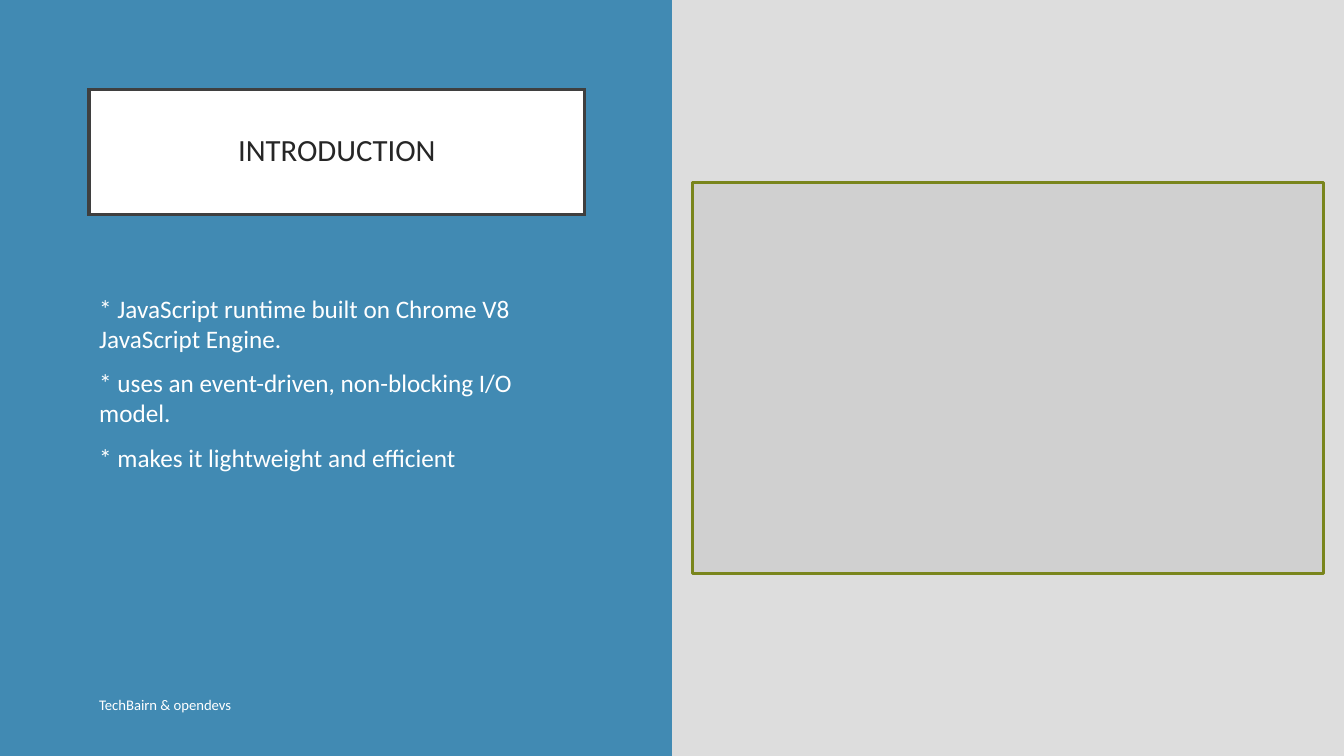
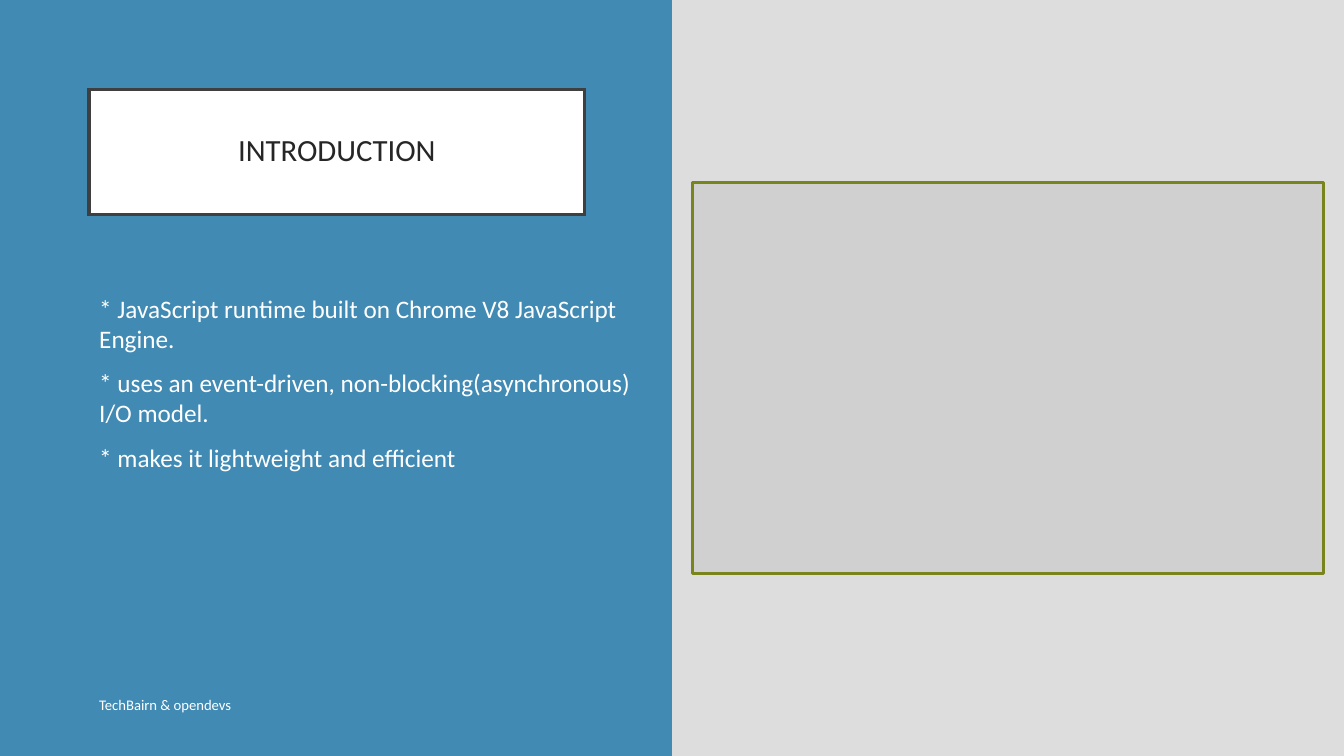
Before and after one commit to opendevs-org/webmonk-2, a slide deck: slide 3 of Course Day 7/Webmonk Course (day - 7).pptx. Drawn at 1344x756 pixels with LibreOffice and Linux fonts; fonts in the diff are those of the drawing; grey boxes stand for pictures. Boxes give left, top, right and bottom in pixels: in the first picture for what was removed or moved away, otherwise in the second. Text is boxed around its words. In the diff, an @@ line names an element or a change of style, - is before the commit and + after.

```diff
--- a/Course Day 7/Webmonk Course (day - 7).pptx
+++ b/Course Day 7/Webmonk Course (day - 7).pptx
@@ text at bbox=[99, 374, 630, 423]: text changed @@
-* uses an event-driven, non-blocking I/O model.
+* uses an event-driven, non-blocking(asynchronous) I/O model.
```
Also in this commit, not shown: 2 other slides changed.
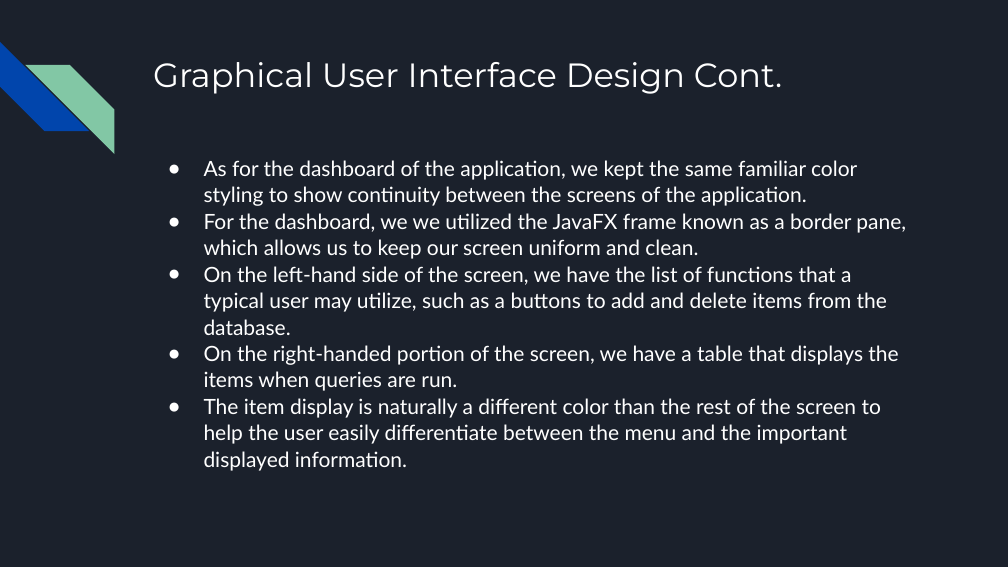
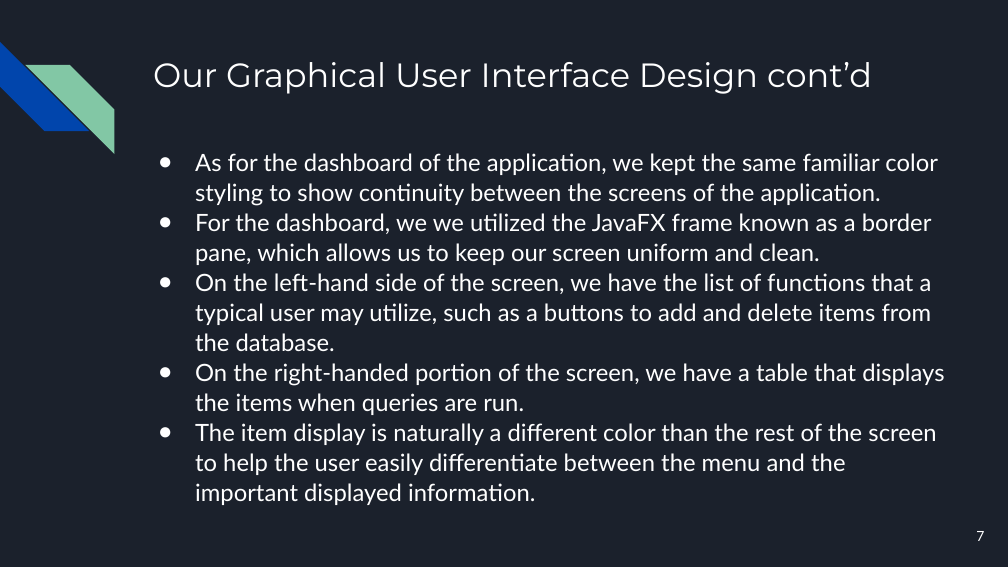
Before and after one commit to acompsec1/CSCI-2210-Java-Warehouse-Managment-System, a slide deck: slide 7 of The Knicks Java Final Project Presentation.pptx (slide 11 before the commit). Drawn at 1008x567 pixels with LibreOffice and Linux fonts; fonts in the diff are those of the drawing. Boxes give left, top, right and bottom in pixels: in the first picture for what was removed or moved away, otherwise in the second. Text is boxed around its words. In the diff, an @@ line names an element or a change of style, - is before the commit and + after.

```diff
--- a/The Knicks Java Final Project Presentation.pptx
+++ b/The Knicks Java Final Project Presentation.pptx
@@ title at bbox=[153, 62, 872, 94]: text changed @@
-Graphical User Interface Design Cont.
+Our Graphical User Interface Design cont’d
@@ text "As for the dashboard of ...": place and size @@
-text "As for the dashboard of ..." at bbox=[204, 160, 906, 471]
+text "As for the dashboard of ..." at bbox=[195, 153, 944, 501]
@@ text "As for the dashboard of ..." at bbox=[195, 153, 944, 501]: size 15 to 17 pt; indent changed @@
@@ page number added at bbox=[976, 531, 984, 541], 10 pt, text #FFFFFF @@
+7
```
Also in this commit, not shown: 29 other slides changed, 1 slide added, 1 slide removed, 1 other file.
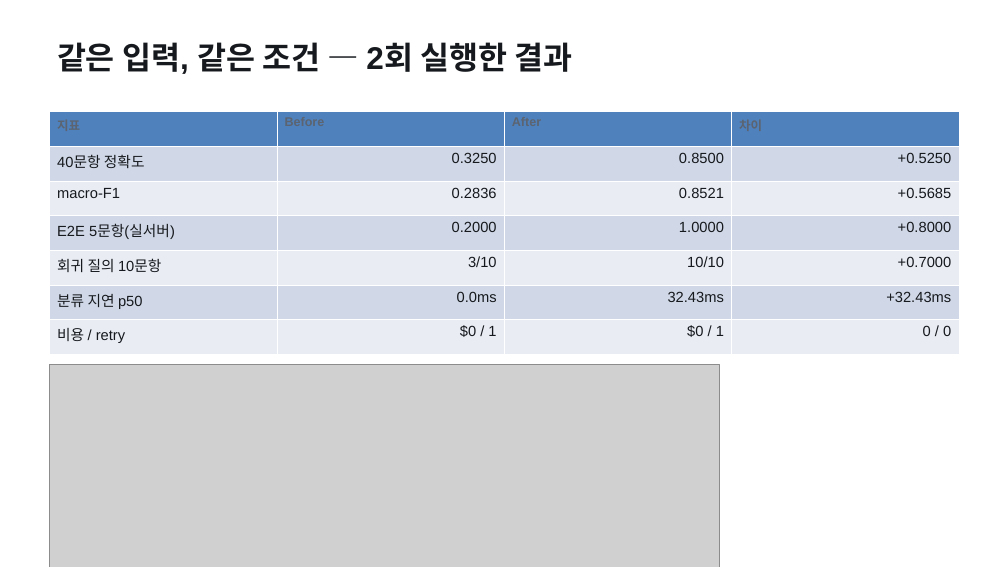
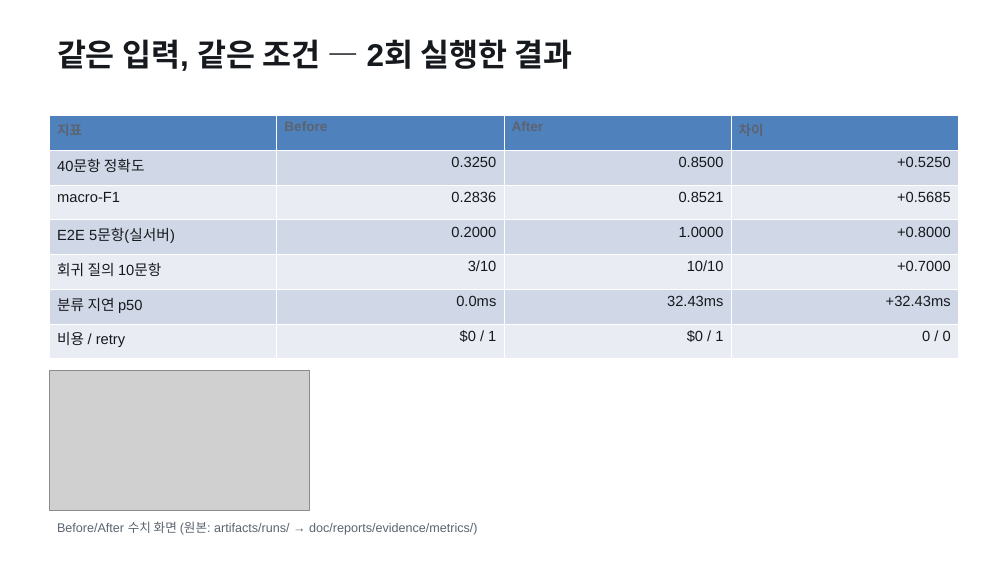
Before and after one commit to pigpgw/skala-ai-service-mini, a slide deck: slide 3 of doc/reports/presentation.pptx. Drawn at 1008x567 pixels with LibreOffice and Linux fonts; fonts in the diff are those of the drawing; grey boxes stand for pictures. Boxes give left, top, right and bottom in pixels: in the first picture for what was removed or moved away, otherwise in the second. Text is boxed around its words. In the diff, an @@ line names an element or a change of style, - is before the commit and + after.

Commit message:
refactor: 폴더·구조 정리 — eval 결과 분리, 제출 폴더精简, PPTX 레이아웃 경계 보장
1) eval/ 구분 명확화 (설계 P3 1번 실행)
   - eval/ 에는 코드·동결 라벨·개선 전 기준선만 남김
   - 측정 '결과'는 artifacts/eval/ 로 (커밋 대상 아님, 재생성 가능)
   - 각 실행 스크립트의 기본 --out 경로도 artifacts/eval/ 로 통일, 문서 참조 경로 일괄 갱신

2) 제출 폴더 정리 — 스케일 규칙에 맞춰 w15-ai-service-mini 로 통일(과목명 예외 기록 제거),
   필수 산출물만 남김(보고서 MD·PDF / 발표자료 PDF·PPTX / 스프레드시트 본문 / 캡처 5장).
   코드 사본·보조 문서(색인·리허설·회귀결과·아키텍처 HTML)는 저장소 쪽에만 유지

3) 발표자료 레이아웃 (사용자 지적: "공간을 벗어나고 있다")
   - doc/tools/build_pptx.py 를 레이아웃 엔진으로 교체 — 남은 공간을 계산하고 그 안에서만
     그림을 배치, 생성 직후 모든 도형의 경계 검사(초과 시 실패)
   - PPTX 슬라이드 3·5번이 슬라이드 밖으로 나가던 문제 해결(전 슬라이드 경계 내)
   - HTML 슬라이드 4번 이미지 높이 초과(740px) 수정 → 전 슬라이드 704px 이내
   - 캡처 이미지는 JPEG q65/1000px 로 축소(보고서 PDF 1.0MB·발표 PDF 0.95MB)

4) 보고서를 교수님 지정 4개 절로 재작성
   1. 진행 사항 소개(번호·성함 기재 / task 4개 / 기준선·라우팅 공백 발견 과정)
   2. 사용한 기술 요소(7개 요소 표 / 기능 캡처 / 최종 실행 캡처 / 아키텍처)
   3. 선택 사항(Before/After 수치 + 화면 캡처 + 한계)
   4. 느낀 점 / 이후에 반영하고 싶은 것 — 1인칭으로 실제 과정(기준선 먼저, 마지막에야
      발견한 라우팅 공백, 근거를 화면에 남기는 이유)을 포함

검증: pytest 65개 · 수치 일치 15/15 · E2E 5건 PASS · 회귀 10/10 · 슬라이드 경계 전부 OK

```diff
--- a/doc/reports/presentation.pptx
+++ b/doc/reports/presentation.pptx
@@ table at <box>50,116,960,359</box> @@
@@ size 12 to 13 pt in "지표", "Before", "After", "차이" @@
@@ table: place and size @@
-table at <box>50,112,960,355</box>
+table at <box>50,116,960,359</box>
@@ picture removed at <box>50,364,721,567</box> @@
@@ picture added at <box>50,371,309,511</box> @@
@@ text added at <box>57,521,477,535</box>, 12 pt, text #5B6470 @@
+Before/After 수치 화면 (원본: artifacts/runs/ → doc/reports/evidence/metrics/)
```
Also in this commit, not shown: 6 other slides changed, 42 other files.
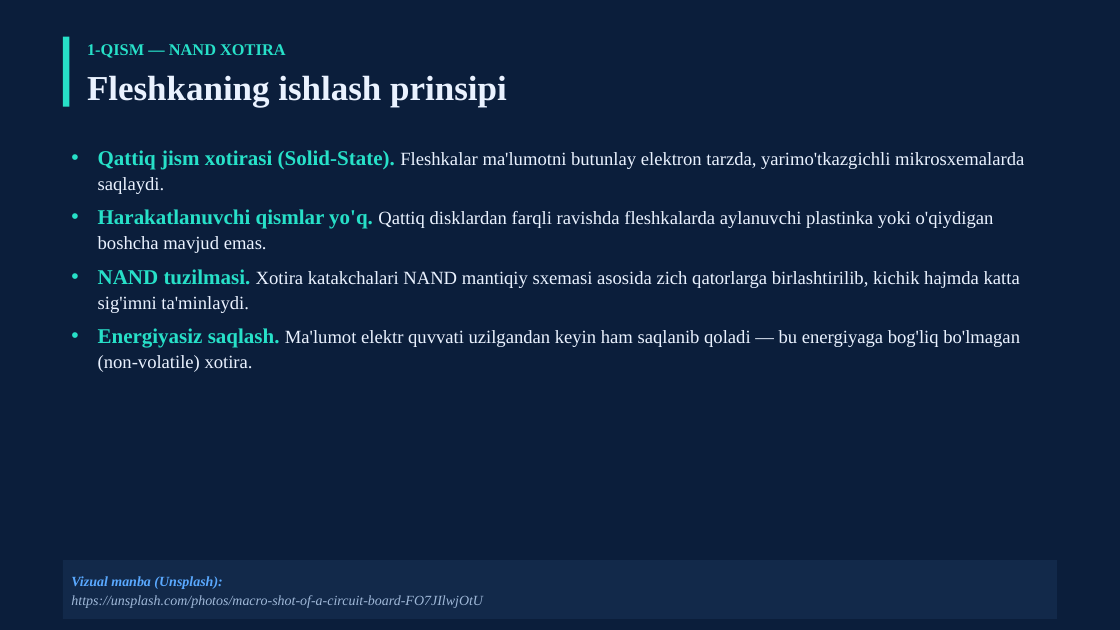
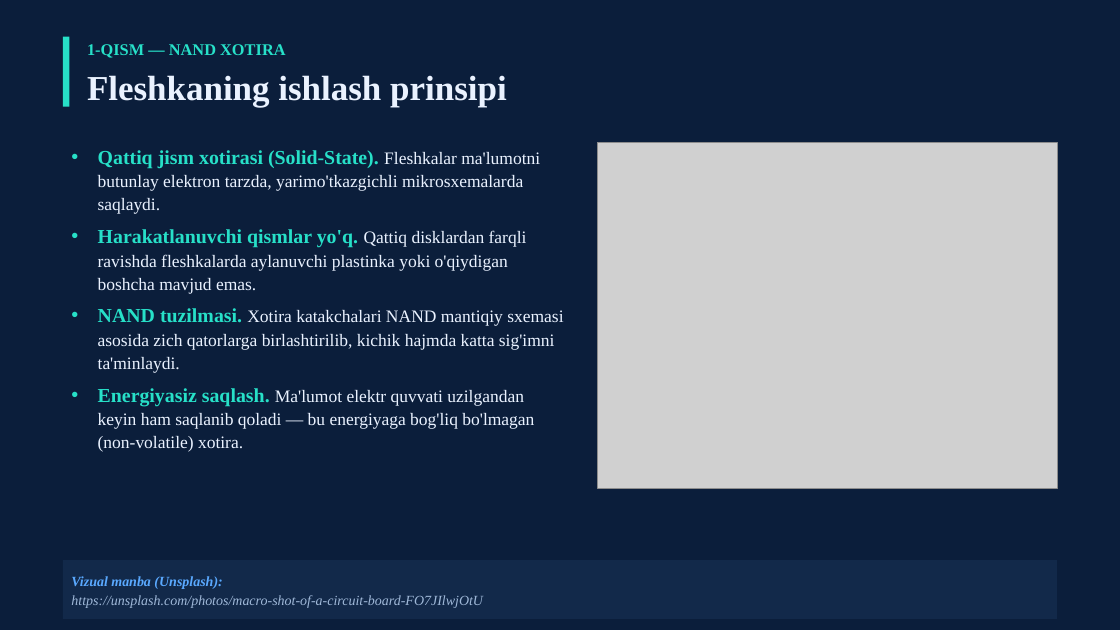
Before and after one commit to dasturland/KK123, a slide deck: slide 3 of Fleshkalar_USB_malumot_saqlashi.pptx. Drawn at 1120x630 pixels with LibreOffice and Linux fonts; fonts in the diff are those of the drawing; grey boxes stand for pictures. Boxes give left, top, right and bottom in pixels: in the first picture for what was removed or moved away, otherwise in the second. Text is boxed around its words. In the diff, an @@ line names an element or a change of style, - is before the commit and + after.

Commit message:
feat: har slaydga joylangan PNG diagrammalar qo'shildi (sof Python grafikasi)
- generate_presentation.py: mini-grafika dvijok (Canvas + 5x7 bitmap shrift +
  PNG koder) va 10 ta diagramma (USB anatomiyasi, NAND matritsa, floating-gate
  kesimi, SLC/MLC Vth grafiklari, yozish/o'qish/o'chirish sxemasi, rasm->bayt
  ->katakcha zanjiri, 3D NAND + sig'im grafigi, bannerlar)
- Har bir slaydda endi haqiqiy joylangan rasm (<p:pic> + ppt/media/*.png)
- slideMaster/slideLayout XML da yetishmagan yopuvchi teglar tuzatildi
- verify_presentation.py: joylangan rasmlarni ham tekshiradi
- README.md yangilandi

```diff
--- a/Fleshkalar_USB_malumot_saqlashi.pptx
+++ b/Fleshkalar_USB_malumot_saqlashi.pptx
@@ text "Qattiq jism xotirasi (Solid-State). Fleshkalar ..." at (x1=98, y1=150, x2=563, y2=452): size 18 to 17 pt in "Qattiq jism xotirasi (Solid-State).", "Harakatlanuvchi qismlar yo'q.", "NAND tuzilmasi.", "Energiyasiz saqlash."; size 16 to 15 pt in "Fleshkalar ma'lumotni butunlay elektron tarzda, yarimo'tkazg ...", "Qattiq disklardan farqli ravishda fleshkalarda aylanuvchi pl ...", "Xotira katakchalari NAND mantiqiy sxemasi asosida zich ...", "Ma'lumot elektr quvvati uzilgandan keyin ham saqlanib ..." @@
@@ picture added at (x1=598, y1=143, x2=1058, y2=489) @@
```
Also in this commit, not shown: 9 other slides changed, 3 other files.
■ ■ ■ ■ ■
**TASK GOAL:** Without the pictures, repeat the entries above line by line, from the first through the one that contains "Also in this commit, not shown: 2 other", both ends included.

**OUTPUT FOR THIS TASK:**
Before and after one commit to opendevs-org/webmonk-2, a slide deck: slide 3 of Course Day 7/Webmonk Course (day - 7).pptx. Drawn at 1344x756 pixels with LibreOffice and Linux fonts; fonts in the diff are those of the drawing; grey boxes stand for pictures. Boxes give left, top, right and bottom in pixels: in the first picture for what was removed or moved away, otherwise in the second. Text is boxed around its words. In the diff, an @@ line names an element or a change of style, - is before the commit and + after.

```diff
--- a/Course Day 7/Webmonk Course (day - 7).pptx
+++ b/Course Day 7/Webmonk Course (day - 7).pptx
@@ text at bbox=[99, 374, 630, 423]: text changed @@
-* uses an event-driven, non-blocking I/O model.
+* uses an event-driven, non-blocking(asynchronous) I/O model.
```
Also in this commit, not shown: 2 other slides changed.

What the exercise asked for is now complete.